Comments:
Albert Einstein's General Theory of
Relativity, published in 1916, predicted that
massive objects, such as stars, could distort
spacetime and hence bend the path
of light rays passing nearby. This prediction
was verified by the observation of such bending
of starlight near the Sun in 1919. That same
year, an English physicist, Sir Oliver Lodge,
suggested that this phenomenon could produce
a gravitational lens. In 1936, Einstein himself
showed that, if a brightly-emitting object were
exactly behind a massive body capable of making
a gravitational lens, the result would be an
image of a ring around the massive lensing object.
However, he dismissed the possibility of ever
discovering such a lens, because of the small
chance that
the precise coincidence required would ever arise.
Nevertheless, in 1979, optical observers
discovered the first gravitational lens.
The Very
Large
Array (a radio
telescope in New Mexico, also known as the
VLA) was quickly used to confirm the discovery.

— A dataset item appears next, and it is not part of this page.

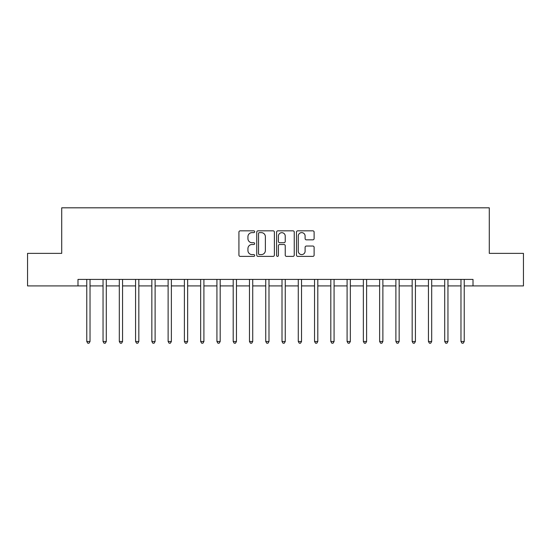<?xml version="1.0" encoding="UTF-8"?>
<svg xmlns="http://www.w3.org/2000/svg" width="551" height="551" viewBox="0 0 551 551"><rect width="100%" height="100%" fill="white"/><g stroke="black" fill="none" stroke-linecap="round" stroke-linejoin="round"><path stroke-width="0.83" d="M254.672 231.73A0.895 0.895 0 0 0 253.784 230.835L240.208 230.835A1.274 1.274 0 0 0 238.927 232.116L238.927 255.113A1.274 1.274 0 0 0 240.208 256.387L253.784 256.387A0.895 0.895 0 0 0 254.672 255.492A0.895 0.895 0 0 0 253.784 254.596L252.027 254.596A4.091 4.091 0 0 1 247.936 250.512L247.936 248.597A4.091 4.091 0 0 1 252.027 244.506L253.784 244.506A0.895 0.895 0 0 0 254.672 243.611A0.895 0.895 0 0 0 253.784 242.715L252.027 242.715A4.091 4.091 0 0 1 247.936 238.631L247.936 236.71A4.091 4.091 0 0 1 252.027 232.625L253.784 232.625A0.895 0.895 0 0 0 254.672 231.73M312.837 239.843A1.274 1.274 0 0 0 314.118 238.562L314.118 232.116A1.274 1.274 0 0 0 312.837 230.835L297.76 230.835A1.274 1.274 0 0 0 296.486 232.116L296.486 255.113A1.274 1.274 0 0 0 297.76 256.387L312.837 256.387A1.274 1.274 0 0 0 314.118 255.113L314.118 247.316A1.274 1.274 0 0 0 312.837 246.042L306.384 246.042A1.274 1.274 0 0 0 305.109 247.316L305.109 251.18A3.416 3.416 0 0 1 301.693 254.596A3.416 3.416 0 0 1 298.27 251.18L298.27 236.042A3.416 3.416 0 0 1 301.693 232.625A3.416 3.416 0 0 1 305.109 236.042L305.109 238.562A1.274 1.274 0 0 0 306.384 239.843L312.837 239.843M77.987 285.914L27.55 285.914L27.55 253.37L61.719 253.37L61.719 207.817L489.281 207.817L489.281 253.37L523.45 253.37L523.45 285.914L473.013 285.914L473.013 279.405L77.987 279.405L77.987 285.914L86.769 285.914M274.384 232.116A1.274 1.274 0 0 0 273.103 230.835L258.026 230.835A1.274 1.274 0 0 0 256.752 232.116L256.752 255.113A1.274 1.274 0 0 0 258.026 256.387L273.103 256.387A1.274 1.274 0 0 0 274.384 255.113L274.384 232.116M277.897 230.835L292.974 230.835A1.274 1.274 0 0 1 294.248 232.116L294.248 255.113A1.274 1.274 0 0 1 292.974 256.387L286.52 256.387A1.274 1.274 0 0 1 285.239 255.113L285.239 245.78A1.274 1.274 0 0 0 283.965 244.506L279.681 244.506A1.274 1.274 0 0 0 278.407 245.78L278.407 255.492A0.895 0.895 0 0 1 277.511 256.387A0.895 0.895 0 0 1 276.616 255.492L276.616 232.116A1.274 1.274 0 0 1 277.897 230.835M90.027 285.914L103.044 285.914M106.295 285.914L119.312 285.914M122.563 285.914L135.58 285.914M138.831 285.914L151.849 285.914M155.106 285.914L168.117 285.914M171.375 285.914L184.392 285.914M187.643 285.914L200.66 285.914M203.911 285.914L216.929 285.914M220.186 285.914L233.197 285.914M236.455 285.914L249.465 285.914M252.723 285.914L265.74 285.914M268.991 285.914L282.009 285.914M285.26 285.914L298.277 285.914M301.535 285.914L314.545 285.914M317.803 285.914L330.814 285.914M334.071 285.914L347.089 285.914M350.34 285.914L363.357 285.914M366.608 285.914L379.625 285.914M382.883 285.914L395.893 285.914M399.151 285.914L412.169 285.914M415.42 285.914L428.437 285.914M431.688 285.914L444.705 285.914M447.956 285.914L460.973 285.914M464.231 285.914L473.013 285.914M259.431 232.625A0.895 0.895 0 0 0 258.543 233.521L258.543 253.701A0.895 0.895 0 0 0 259.431 254.596L261.284 254.596A4.091 4.091 0 0 0 265.375 250.512L265.375 236.71A4.091 4.091 0 0 0 261.284 232.625L259.431 232.625M285.239 236.103A3.416 3.416 0 0 0 281.823 232.687A3.416 3.416 0 0 0 278.407 236.103L278.407 241.441A1.274 1.274 0 0 0 279.681 242.715L283.965 242.715A1.274 1.274 0 0 0 285.239 241.441L285.239 236.103M90.185 279.405L90.123 279.571A1.302 1.302 90 0 0 90.027 280.053L90.027 341.489L86.769 341.489L86.769 280.053A1.302 1.302 90 0 0 86.679 279.571L86.61 279.405M90.027 341.489L89.048 343.183L87.747 343.183L86.769 341.489M106.453 279.405L106.391 279.571A1.302 1.302 86.8 0 0 106.295 280.053L106.295 341.489L103.044 341.489L103.044 280.053A1.302 1.302 86.8 0 0 102.947 279.571L102.879 279.405M106.295 341.489L105.317 343.183L104.015 343.183L103.044 341.489M122.728 279.405L122.659 279.571A1.302 1.302 86.8 0 0 122.563 280.053L122.563 341.489L119.312 341.489L119.312 280.053A1.302 1.302 86.8 0 0 119.216 279.571L119.154 279.405M122.563 341.489L121.592 343.183L120.29 343.183L119.312 341.489M138.997 279.405L138.928 279.571A1.302 1.302 86.8 0 0 138.831 280.053L138.831 341.489L135.58 341.489L135.58 280.053A1.302 1.302 86.8 0 0 135.484 279.571L135.422 279.405M138.831 341.489L137.86 343.183L136.558 343.183L135.58 341.489M155.265 279.405L155.196 279.571A1.302 1.302 86.8 0 0 155.106 280.053L155.106 341.489L151.849 341.489L151.849 280.053A1.302 1.302 86.8 0 0 151.759 279.571L151.69 279.405M155.106 341.489L154.128 343.183L152.827 343.183L151.849 341.489M171.533 279.405L171.471 279.571A1.302 1.302 86.8 0 0 171.375 280.053L171.375 341.489L168.117 341.489L168.117 280.053A1.302 1.302 86.8 0 0 168.027 279.571L167.959 279.405M171.375 341.489L170.397 343.183L169.095 343.183L168.117 341.489M187.801 279.405L187.739 279.571A1.302 1.302 86.8 0 0 187.643 280.053L187.643 341.489L184.392 341.489L184.392 280.053A1.302 1.302 86.8 0 0 184.296 279.571L184.227 279.405M187.643 341.489L186.665 343.183L185.363 343.183L184.392 341.489M204.077 279.405L204.008 279.571A1.302 1.302 86.8 0 0 203.911 280.053L203.911 341.489L200.66 341.489L200.66 280.053A1.302 1.302 86.8 0 0 200.564 279.571L200.502 279.405M203.911 341.489L202.94 343.183L201.638 343.183L200.66 341.489M220.345 279.405L220.276 279.571A1.302 1.302 86.8 0 0 220.186 280.053L220.186 341.489L216.929 341.489L216.929 280.053A1.302 1.302 86.8 0 0 216.832 279.571L216.77 279.405M220.186 341.489L219.208 343.183L217.907 343.183L216.929 341.489M236.613 279.405L236.544 279.571A1.302 1.302 86.8 0 0 236.455 280.053L236.455 341.489L233.197 341.489L233.197 280.053A1.302 1.302 86.8 0 0 233.107 279.571L233.039 279.405M236.455 341.489L235.477 343.183L234.175 343.183L233.197 341.489M252.881 279.405L252.819 279.571A1.302 1.302 86.8 0 0 252.723 280.053L252.723 341.489L249.465 341.489L249.465 280.053A1.302 1.302 86.8 0 0 249.376 279.571L249.307 279.405M252.723 341.489L251.745 343.183L250.443 343.183L249.465 341.489M269.15 279.405L269.088 279.571A1.302 1.302 86.8 0 0 268.991 280.053L268.991 341.489L265.74 341.489L265.74 280.053A1.302 1.302 86.8 0 0 265.644 279.571L265.575 279.405M268.991 341.489L268.013 343.183L266.712 343.183L265.74 341.489M285.425 279.405L285.356 279.571A1.302 1.302 86.8 0 0 285.26 280.053L285.26 341.489L282.009 341.489L282.009 280.053A1.302 1.302 86.8 0 0 281.912 279.571L281.85 279.405M285.26 341.489L284.288 343.183L282.987 343.183L282.009 341.489M301.693 279.405L301.624 279.571A1.302 1.302 86.8 0 0 301.535 280.053L301.535 341.489L298.277 341.489L298.277 280.053A1.302 1.302 86.8 0 0 298.181 279.571L298.119 279.405M301.535 341.489L300.557 343.183L299.255 343.183L298.277 341.489M317.961 279.405L317.893 279.571A1.302 1.302 86.8 0 0 317.803 280.053L317.803 341.489L314.545 341.489L314.545 280.053A1.302 1.302 86.8 0 0 314.456 279.571L314.387 279.405M317.803 341.489L316.825 343.183L315.523 343.183L314.545 341.489M334.23 279.405L334.168 279.571A1.302 1.302 86.8 0 0 334.071 280.053L334.071 341.489L330.814 341.489L330.814 280.053A1.302 1.302 86.8 0 0 330.724 279.571L330.655 279.405M334.071 341.489L333.093 343.183L331.792 343.183L330.814 341.489M350.498 279.405L350.436 279.571A1.302 1.302 86.8 0 0 350.34 280.053L350.34 341.489L347.089 341.489L347.089 280.053A1.302 1.302 86.8 0 0 346.992 279.571L346.923 279.405M350.34 341.489L349.362 343.183L348.06 343.183L347.089 341.489M366.773 279.405L366.704 279.571A1.302 1.302 86.8 0 0 366.608 280.053L366.608 341.489L363.357 341.489L363.357 280.053A1.302 1.302 86.8 0 0 363.261 279.571L363.199 279.405M366.608 341.489L365.637 343.183L364.335 343.183L363.357 341.489M383.041 279.405L382.973 279.571A1.302 1.302 86.8 0 0 382.883 280.053L382.883 341.489L379.625 341.489L379.625 280.053A1.302 1.302 86.8 0 0 379.529 279.571L379.467 279.405M382.883 341.489L381.905 343.183L380.603 343.183L379.625 341.489M399.31 279.405L399.241 279.571A1.302 1.302 86.8 0 0 399.151 280.053L399.151 341.489L395.893 341.489L395.893 280.053A1.302 1.302 86.8 0 0 395.804 279.571L395.735 279.405M399.151 341.489L398.173 343.183L396.872 343.183L395.893 341.489M415.578 279.405L415.516 279.571A1.302 1.302 86.8 0 0 415.42 280.053L415.42 341.489L412.169 341.489L412.169 280.053A1.302 1.302 86.8 0 0 412.072 279.571L412.003 279.405M415.42 341.489L414.442 343.183L413.14 343.183L412.169 341.489M431.846 279.405L431.784 279.571A1.302 1.302 86.8 0 0 431.688 280.053L431.688 341.489L428.437 341.489L428.437 280.053A1.302 1.302 86.8 0 0 428.341 279.571L428.272 279.405M431.688 341.489L430.71 343.183L429.408 343.183L428.437 341.489M448.121 279.405L448.053 279.571A1.302 1.302 86.8 0 0 447.956 280.053L447.956 341.489L444.705 341.489L444.705 280.053A1.302 1.302 86.8 0 0 444.609 279.571L444.547 279.405M447.956 341.489L446.985 343.183L445.683 343.183L444.705 341.489M464.39 279.405L464.321 279.571A1.302 1.302 86.8 0 0 464.231 280.053L464.231 341.489L460.973 341.489L460.973 280.053A1.302 1.302 86.8 0 0 460.877 279.571L460.815 279.405M464.231 341.489L463.253 343.183L461.952 343.183L460.973 341.489"/></g></svg>

The Einstein Cross is the image of a distant
quasar whose light is lensed by a much dimmer
foreground object. The quasar is not exactly
behind the foreground object, so Einstein's
perfect ring is not produced. Nevertheless,
the alignment is so nearly perfect that multiple
images of the quasar are produced.
In this picture, the multiple images of the
quasar form a cross-like structure in the centre.